Your task is to retype the lines from the opening of the material through the line that includes "groove_start = groove_end - groove_width". Do not copy the pictures.
%%
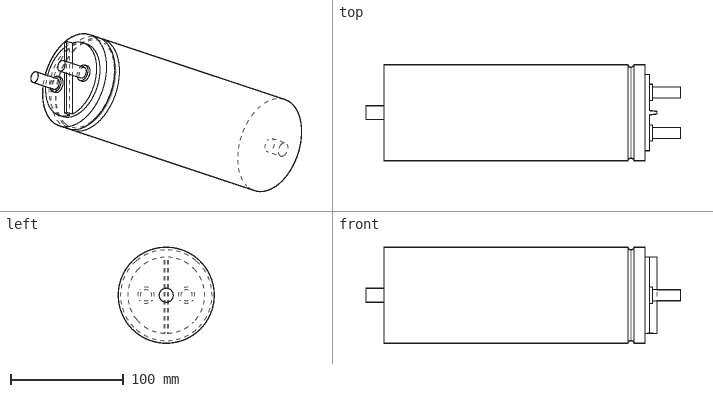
import cadquery as cq


overall_length = 279.5

can_diameter = 85.5
can_length = 232.0
can_radius = can_diameter / 2

groove_width = 5.2
groove_corner_radius = 2.25
rim_length = 10.1

stud_diameter = 12.5
stud_length = 16.0

deck_diameter = 68.0
deck_height = 4.0

terminal_diameter = 10.0
terminal_spacing = 36.0
collar_diameter = 14.5
collar_height = 2.5

barrier_height = 6.5
barrier_base_thickness = 4.0
barrier_tip_thickness = 2.5

deck_end = can_length + deck_height
terminal_length = overall_length - stud_length - deck_end


def cylinder_along_x(start, length, diameter, y=0.0):
    """Round bar parallel to X, starting at the given X position."""
    return cq.Workplane("YZ", origin=(start, y, 0)).circle(diameter / 2).extrude(length)


def make_can():
    """Can with its round-cornered groove, revolved about X."""
    groove_end = can_length - rim_length
    groove_start = groove_end - groove_width
    floor_radius = can_radius - groove_corner_radius
    return (
        cq.Workplane("XZ")
        .lineTo(0, can_radius)
        .lineTo(groove_start, can_radius)
        .radiusArc((groove_start + groove_corner_radius, floor_radius), -groove_corner_radius)
        .lineTo(groove_end - groove_corner_radius, floor_radius)
        .radiusArc((groove_end, can_radius), -groove_corner_radius)
        .lineTo(can_length, can_radius)
        .lineTo(can_length, 0)
        .close()
        .revolve(360, (0, 0, 0), (1, 0, 0))
    )


def make_terminal(y):
    """Terminal post standing on the deck with a collar at its foot."""
    post = cylinder_along_x(deck_end, terminal_length, terminal_diameter, y)
    collar = cylinder_along_x(deck_end, collar_height, collar_diameter, y)
    return post.union(collar)


def make_barrier():
    """Tapered wall across the deck, trimmed to the deck's round outline."""
    half_base = barrier_base_thickness / 2
    half_tip = barrier_tip_thickness / 2
    barrier_end = deck_end + barrier_height
    wall = (
        cq.Workplane("XY")
        .polyline([
            (deck_end, -half_base),
            (barrier_end, -half_tip),
            (barrier_end, half_tip),
            (deck_end, half_base),
        ])
        .close()
        .extrude(deck_diameter / 2, both=True)
    )
    return wall.intersect(cylinder_along_x(deck_end, barrier_height, deck_diameter))


result = make_can()
result = result.union(cylinder_along_x(-stud_length, stud_length, stud_diameter))
result = result.union(cylinder_along_x(can_length, deck_height, deck_diameter))
result = result.union(make_barrier())
for side in (-1, 1):
    result = result.union(make_terminal(side * terminal_spacing / 2))
%%
Answer section
import cadquery as cq


overall_length = 279.5

can_diameter = 85.5
can_length = 232.0
can_radius = can_diameter / 2

groove_width = 5.2
groove_corner_radius = 2.25
rim_length = 10.1

stud_diameter = 12.5
stud_length = 16.0

deck_diameter = 68.0
deck_height = 4.0

terminal_diameter = 10.0
terminal_spacing = 36.0
collar_diameter = 14.5
collar_height = 2.5

barrier_height = 6.5
barrier_base_thickness = 4.0
barrier_tip_thickness = 2.5

deck_end = can_length + deck_height
terminal_length = overall_length - stud_length - deck_end


def cylinder_along_x(start, length, diameter, y=0.0):
    """Round bar parallel to X, starting at the given X position."""
    return cq.Workplane("YZ", origin=(start, y, 0)).circle(diameter / 2).extrude(length)


def make_can():
    """Can with its round-cornered groove, revolved about X."""
    groove_end = can_length - rim_length
    groove_start = groove_end - groove_width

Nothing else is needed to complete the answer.